Delegates to SingleIntegratorRun.output_length() with the current duration.
- run(inits: ndarray[Any, dtype[floating]], params: ndarray[Any, dtype[floating]], driver_coefficients: ndarray[Any, dtype[floating]] | None, duration: float, blocksize: int = 256, stream: Any | None = None, warmup: float = 0.0, t0: float = 0.0) None[source]
Execute the solver kernel for batch integration.
Chunking is performed along the run axis when memory constraints require splitting the batch.
- Parameters:
inits – Initial conditions with shape
(n_states, n_runs).params – Parameter table with shape
(n_params, n_runs).driver_coefficients – Optional Horner-ordered driver interpolation coefficients with shape
(num_segments, num_drivers, order + 1).duration – Duration of the simulation window.
blocksize – CUDA block size for kernel execution.
stream – CUDA stream assigned to the batch launch.
warmup – Warmup time before the main simulation.
t0 – Initial integration time.
Notes
The kernel prepares array views, queues allocations, and executes the device loop on each chunked workload. Shared-memory demand may reduce the block size automatically, emitting a warning when the limit drops below a warp.
- property save_every: float | None
Interval between saved samples from the loop, or None if save_last only.
- set_cache_dir(path: str | Path) None[source]
Set a custom cache directory for compiled kernels.
- Parameters:
path – New cache directory path. Can be absolute or relative.
Shared-memory footprint per run for the compiled kernel.
Number of precision elements required in shared memory per run.
Indicate whether shared-memory padding is required.
- Returns:
Truewhen a four-byte skew reduces bank conflicts for single precision.- Return type:
Notes
Shared memory load instructions for
float64require eight-byte alignment.

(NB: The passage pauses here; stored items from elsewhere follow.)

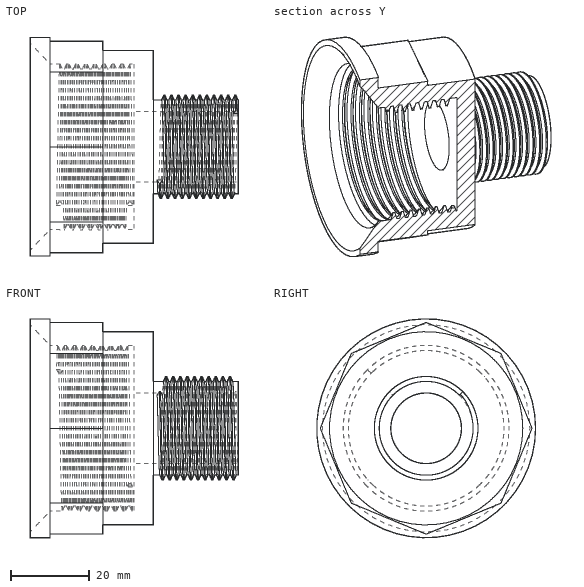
import cadquery as cq
import math

total_length = 53.2
flange_diameter = 56.0
flange_length = 5.1
octagon_across_flats = 50.0
octagon_end = 18.6
octagon_sides = 8
octagon_across_corners = octagon_across_flats / math.cos(math.pi / octagon_sides)
body_diameter = 49.4
body_end = 31.5

nipple_minor_diameter = 24.0
nipple_major_diameter = 26.5
nipple_pitch = 1.814
nipple_thread_start = body_end + 1.66
nipple_thread_turns = 10.75
nipple_crest_width = 0.3
nipple_root_width = 1.4
bore_diameter = 18.0

mouth_diameter = 53.0
mouth_depth = 5.1
socket_major_diameter = 42.4
socket_minor_diameter = 39.8
socket_depth = 26.5
socket_pitch = 2.309
socket_thread_start = mouth_depth + 2.5
socket_thread_turns = 7.75
socket_crest_width = 0.5
socket_root_width = 1.7

thread_start_angle = 225.0
thread_embed = 0.2


def cylinder(diameter, start, end):
    """Solid cylinder about the X axis between two X positions."""
    return cq.Workplane("YZ").workplane(offset=start).circle(diameter / 2).extrude(end - start)


def octagon(start, end):
    """Octagonal wrench section with corners on the Y and Z axes."""
    return (
        cq.Workplane("YZ")
        .workplane(offset=start)
        .polygon(octagon_sides, octagon_across_corners)
        .extrude(end - start)
    )


def thread_ridge(root_diameter, crest_diameter, pitch, turns, root_width, crest_width, start, left_handed):
    """Helical ridge about X; its first cross-section is centred at X = start."""
    root_radius = root_diameter / 2
    crest_radius = crest_diameter / 2
    outward = 1 if crest_radius > root_radius else -1
    sunk_radius = root_radius - outward * thread_embed
    flank_slope = (root_width - crest_width) / abs(crest_radius - root_radius)
    sunk_width = root_width + flank_slope * thread_embed
    profile = [
        (sunk_radius, -sunk_width / 2),
        (crest_radius, -crest_width / 2),
        (crest_radius, crest_width / 2),
        (sunk_radius, sunk_width / 2),
    ]
    helix = cq.Wire.makeHelix(pitch, pitch * turns, root_radius, lefthand=left_handed)
    ridge = cq.Workplane("XZ").polyline(profile).close().sweep(helix, isFrenet=True)
    return (
        ridge.rotate((0, 0, 0), (0, 0, 1), thread_start_angle)
        .rotate((0, 0, 0), (0, 1, 0), 90)
        .translate((start, 0, 0))
    )


def socket_cavity():
    """Conical mouth followed by the plain socket bore."""
    outline = [
        (0, 0),
        (0, mouth_diameter / 2),
        (mouth_depth, socket_major_diameter / 2),
        (socket_depth, socket_major_diameter / 2),
        (socket_depth, 0),
    ]
    return cq.Workplane("XY").polyline(outline).close().revolve(360, (0, 0, 0), (1, 0, 0))


def outer_body():
    """Flange, octagon and round body."""
    return (
        cylinder(flange_diameter, 0, flange_length)
        .union(octagon(flange_length, octagon_end))
        .union(cylinder(body_diameter, octagon_end, body_end))
    )


def threaded_nipple():
    """Nipple threaded on an overlong blank, then faced off so the last turn ends flush."""
    blank_end = total_length + 2 * nipple_pitch
    blank = cylinder(nipple_minor_diameter, body_end, blank_end)
    ridge = thread_ridge(
        nipple_minor_diameter,
        nipple_major_diameter,
        nipple_pitch,
        nipple_thread_turns,
        nipple_root_width,
        nipple_crest_width,
        nipple_thread_start,
        left_handed=False,
    )
    waste = cylinder(flange_diameter, total_length, blank_end + nipple_pitch)
    return blank.union(ridge).cut(waste)


def socket_thread():
    """Internal thread standing inward from the socket wall."""
    return thread_ridge(
        socket_major_diameter,
        socket_minor_diameter,
        socket_pitch,
        socket_thread_turns,
        socket_root_width,
        socket_crest_width,
        socket_thread_start,
        left_handed=True,
    )


socket_body = outer_body().cut(socket_cavity()).union(socket_thread())
bore = cylinder(bore_diameter, 0, total_length)
result = socket_body.union(threaded_nipple()).cut(bore)

Padding in that scenario would misalign alternate runs and trigger misaligned-access faults, so padding only applies to single precision workloads where the skew preserves alignment.
- property summaries_length: int
Number of complete summary intervals across the integration window.

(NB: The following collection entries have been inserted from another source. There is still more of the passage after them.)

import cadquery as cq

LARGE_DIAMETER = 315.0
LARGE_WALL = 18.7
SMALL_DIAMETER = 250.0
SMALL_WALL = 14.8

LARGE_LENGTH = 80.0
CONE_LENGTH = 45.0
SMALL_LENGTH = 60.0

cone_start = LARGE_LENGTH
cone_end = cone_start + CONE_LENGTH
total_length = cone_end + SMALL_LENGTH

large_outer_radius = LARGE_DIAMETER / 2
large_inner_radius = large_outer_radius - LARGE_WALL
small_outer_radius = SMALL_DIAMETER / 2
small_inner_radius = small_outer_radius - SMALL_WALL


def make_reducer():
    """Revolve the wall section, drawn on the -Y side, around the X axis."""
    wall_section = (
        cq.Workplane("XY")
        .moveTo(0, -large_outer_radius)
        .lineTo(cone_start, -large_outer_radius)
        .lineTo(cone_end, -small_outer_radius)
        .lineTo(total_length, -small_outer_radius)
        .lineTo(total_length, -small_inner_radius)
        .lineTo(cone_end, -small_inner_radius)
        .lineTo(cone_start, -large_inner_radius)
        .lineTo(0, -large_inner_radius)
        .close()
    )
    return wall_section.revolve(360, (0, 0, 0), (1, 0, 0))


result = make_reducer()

Delegates to SingleIntegratorRun.summaries_length() with the current duration.
- update(updates_dict: Dict[str, Any] | None = None, silent: bool = False, **kwargs: Any) set[str][source]
Update solver configuration parameters.
- Parameters:
updates_dict – Mapping of parameter updates forwarded to the single integrator and compile settings.

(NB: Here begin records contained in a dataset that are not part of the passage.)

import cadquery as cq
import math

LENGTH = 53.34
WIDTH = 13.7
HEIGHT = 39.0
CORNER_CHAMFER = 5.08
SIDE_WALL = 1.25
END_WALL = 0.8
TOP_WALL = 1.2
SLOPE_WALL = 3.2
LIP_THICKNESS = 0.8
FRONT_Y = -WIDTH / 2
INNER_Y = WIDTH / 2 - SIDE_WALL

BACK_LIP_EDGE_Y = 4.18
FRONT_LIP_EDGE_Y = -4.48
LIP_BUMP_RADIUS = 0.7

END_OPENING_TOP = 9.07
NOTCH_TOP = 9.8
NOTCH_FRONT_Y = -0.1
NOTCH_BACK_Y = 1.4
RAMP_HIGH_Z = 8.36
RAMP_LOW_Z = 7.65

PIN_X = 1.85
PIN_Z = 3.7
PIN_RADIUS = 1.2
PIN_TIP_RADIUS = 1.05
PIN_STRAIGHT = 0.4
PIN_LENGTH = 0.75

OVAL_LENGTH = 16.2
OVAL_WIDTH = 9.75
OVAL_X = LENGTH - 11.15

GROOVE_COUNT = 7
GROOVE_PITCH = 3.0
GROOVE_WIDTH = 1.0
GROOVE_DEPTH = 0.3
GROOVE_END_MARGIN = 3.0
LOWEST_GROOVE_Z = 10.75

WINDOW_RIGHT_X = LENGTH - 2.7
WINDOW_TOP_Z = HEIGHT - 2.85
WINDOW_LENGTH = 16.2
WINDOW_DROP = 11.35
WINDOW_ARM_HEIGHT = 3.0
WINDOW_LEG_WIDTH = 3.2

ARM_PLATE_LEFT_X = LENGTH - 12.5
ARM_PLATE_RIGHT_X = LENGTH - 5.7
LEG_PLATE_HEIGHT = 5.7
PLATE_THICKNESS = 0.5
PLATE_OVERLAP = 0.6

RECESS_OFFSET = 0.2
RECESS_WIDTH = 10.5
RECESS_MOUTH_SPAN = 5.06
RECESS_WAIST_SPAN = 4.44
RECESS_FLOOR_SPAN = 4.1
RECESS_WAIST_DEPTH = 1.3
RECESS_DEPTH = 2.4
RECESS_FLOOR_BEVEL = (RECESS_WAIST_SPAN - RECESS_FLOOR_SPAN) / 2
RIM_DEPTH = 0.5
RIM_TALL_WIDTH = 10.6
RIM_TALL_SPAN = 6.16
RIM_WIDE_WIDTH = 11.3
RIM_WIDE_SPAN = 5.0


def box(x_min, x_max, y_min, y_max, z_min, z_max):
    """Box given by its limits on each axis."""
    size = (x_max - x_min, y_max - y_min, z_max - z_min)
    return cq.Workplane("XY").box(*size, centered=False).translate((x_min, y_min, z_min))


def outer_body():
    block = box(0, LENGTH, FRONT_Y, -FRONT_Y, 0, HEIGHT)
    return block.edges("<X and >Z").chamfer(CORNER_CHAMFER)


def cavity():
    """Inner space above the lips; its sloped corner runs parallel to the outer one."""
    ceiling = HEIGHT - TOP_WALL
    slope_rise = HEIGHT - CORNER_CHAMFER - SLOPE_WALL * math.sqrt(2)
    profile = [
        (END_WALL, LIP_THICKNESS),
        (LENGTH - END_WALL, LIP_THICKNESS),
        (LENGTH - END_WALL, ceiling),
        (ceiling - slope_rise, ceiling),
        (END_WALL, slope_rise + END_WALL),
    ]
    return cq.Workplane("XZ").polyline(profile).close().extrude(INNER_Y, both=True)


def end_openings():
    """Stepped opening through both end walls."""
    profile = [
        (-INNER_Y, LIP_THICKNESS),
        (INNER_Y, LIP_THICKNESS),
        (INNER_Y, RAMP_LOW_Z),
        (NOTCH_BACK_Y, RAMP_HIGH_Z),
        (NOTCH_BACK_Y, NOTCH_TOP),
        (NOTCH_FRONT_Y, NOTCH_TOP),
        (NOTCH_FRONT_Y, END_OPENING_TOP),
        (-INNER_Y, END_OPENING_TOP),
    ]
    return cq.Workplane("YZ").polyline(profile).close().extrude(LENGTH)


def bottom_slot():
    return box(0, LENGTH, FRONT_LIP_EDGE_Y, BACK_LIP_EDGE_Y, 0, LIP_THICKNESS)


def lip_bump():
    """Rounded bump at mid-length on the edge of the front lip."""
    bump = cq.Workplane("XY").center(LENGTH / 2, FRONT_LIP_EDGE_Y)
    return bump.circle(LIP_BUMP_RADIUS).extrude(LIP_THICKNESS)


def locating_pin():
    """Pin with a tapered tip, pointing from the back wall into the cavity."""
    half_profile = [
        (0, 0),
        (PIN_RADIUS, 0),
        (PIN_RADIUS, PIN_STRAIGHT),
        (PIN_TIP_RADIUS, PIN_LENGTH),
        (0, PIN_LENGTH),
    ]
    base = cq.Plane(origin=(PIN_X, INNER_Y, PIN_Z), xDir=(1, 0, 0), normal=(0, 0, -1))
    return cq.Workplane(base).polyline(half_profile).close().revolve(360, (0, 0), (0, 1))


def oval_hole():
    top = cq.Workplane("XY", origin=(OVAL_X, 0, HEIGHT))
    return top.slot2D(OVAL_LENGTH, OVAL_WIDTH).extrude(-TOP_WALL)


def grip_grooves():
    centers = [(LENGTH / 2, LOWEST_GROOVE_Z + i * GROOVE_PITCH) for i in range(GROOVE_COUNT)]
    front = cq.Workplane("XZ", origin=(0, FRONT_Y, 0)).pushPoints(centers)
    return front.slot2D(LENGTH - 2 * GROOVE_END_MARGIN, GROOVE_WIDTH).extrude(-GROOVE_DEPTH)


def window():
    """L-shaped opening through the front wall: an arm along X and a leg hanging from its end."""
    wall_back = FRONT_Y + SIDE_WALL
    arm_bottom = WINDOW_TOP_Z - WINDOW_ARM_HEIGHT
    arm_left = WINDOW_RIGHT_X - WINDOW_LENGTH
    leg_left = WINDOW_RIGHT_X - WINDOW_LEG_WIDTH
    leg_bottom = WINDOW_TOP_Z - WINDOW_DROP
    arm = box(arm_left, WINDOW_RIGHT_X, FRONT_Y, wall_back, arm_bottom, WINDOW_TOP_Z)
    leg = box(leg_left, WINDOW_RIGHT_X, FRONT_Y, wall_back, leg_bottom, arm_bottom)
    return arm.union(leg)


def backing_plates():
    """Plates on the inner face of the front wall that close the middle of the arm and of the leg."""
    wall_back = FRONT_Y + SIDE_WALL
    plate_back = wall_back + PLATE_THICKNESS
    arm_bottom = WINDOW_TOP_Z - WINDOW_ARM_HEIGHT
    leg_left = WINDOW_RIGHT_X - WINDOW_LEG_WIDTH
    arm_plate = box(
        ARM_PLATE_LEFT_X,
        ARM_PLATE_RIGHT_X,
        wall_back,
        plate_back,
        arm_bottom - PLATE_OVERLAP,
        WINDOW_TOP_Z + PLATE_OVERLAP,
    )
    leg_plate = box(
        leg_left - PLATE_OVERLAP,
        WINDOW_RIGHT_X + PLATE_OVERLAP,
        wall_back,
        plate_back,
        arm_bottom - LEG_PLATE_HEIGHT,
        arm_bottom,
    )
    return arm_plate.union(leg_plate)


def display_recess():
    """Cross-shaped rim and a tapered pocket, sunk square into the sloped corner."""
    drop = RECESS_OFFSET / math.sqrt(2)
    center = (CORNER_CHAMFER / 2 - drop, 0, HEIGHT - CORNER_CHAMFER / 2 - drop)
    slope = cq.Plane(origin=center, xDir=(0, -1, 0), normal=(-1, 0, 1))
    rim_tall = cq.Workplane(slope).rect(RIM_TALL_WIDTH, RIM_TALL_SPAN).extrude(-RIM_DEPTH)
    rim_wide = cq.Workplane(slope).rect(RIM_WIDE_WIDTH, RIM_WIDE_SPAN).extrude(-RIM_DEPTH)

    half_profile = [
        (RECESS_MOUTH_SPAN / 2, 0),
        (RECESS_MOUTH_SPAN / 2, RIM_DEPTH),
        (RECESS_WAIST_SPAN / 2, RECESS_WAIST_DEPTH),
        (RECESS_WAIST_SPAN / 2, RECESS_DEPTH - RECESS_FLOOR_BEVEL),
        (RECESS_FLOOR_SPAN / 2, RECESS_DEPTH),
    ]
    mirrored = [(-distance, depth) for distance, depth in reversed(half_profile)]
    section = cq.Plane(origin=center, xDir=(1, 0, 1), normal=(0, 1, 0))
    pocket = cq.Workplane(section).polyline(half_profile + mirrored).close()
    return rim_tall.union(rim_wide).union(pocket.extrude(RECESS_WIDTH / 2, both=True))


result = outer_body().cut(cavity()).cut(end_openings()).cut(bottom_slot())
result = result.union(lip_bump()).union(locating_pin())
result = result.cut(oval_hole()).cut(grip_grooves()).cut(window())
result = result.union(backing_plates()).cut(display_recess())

silent – Flag suppressing errors when unrecognised parameters remain.
**kwargs – Additional parameter overrides merged into
updates_dict.
- Returns:
Names of parameters successfully applied.
- Return type:
- Raises:
KeyError – Raised when unknown parameters persist and
silentisFalse.
Notes
The method applies updates to the single integrator before refreshing compile-critical settings so the kernel rebuild picks up new metadata.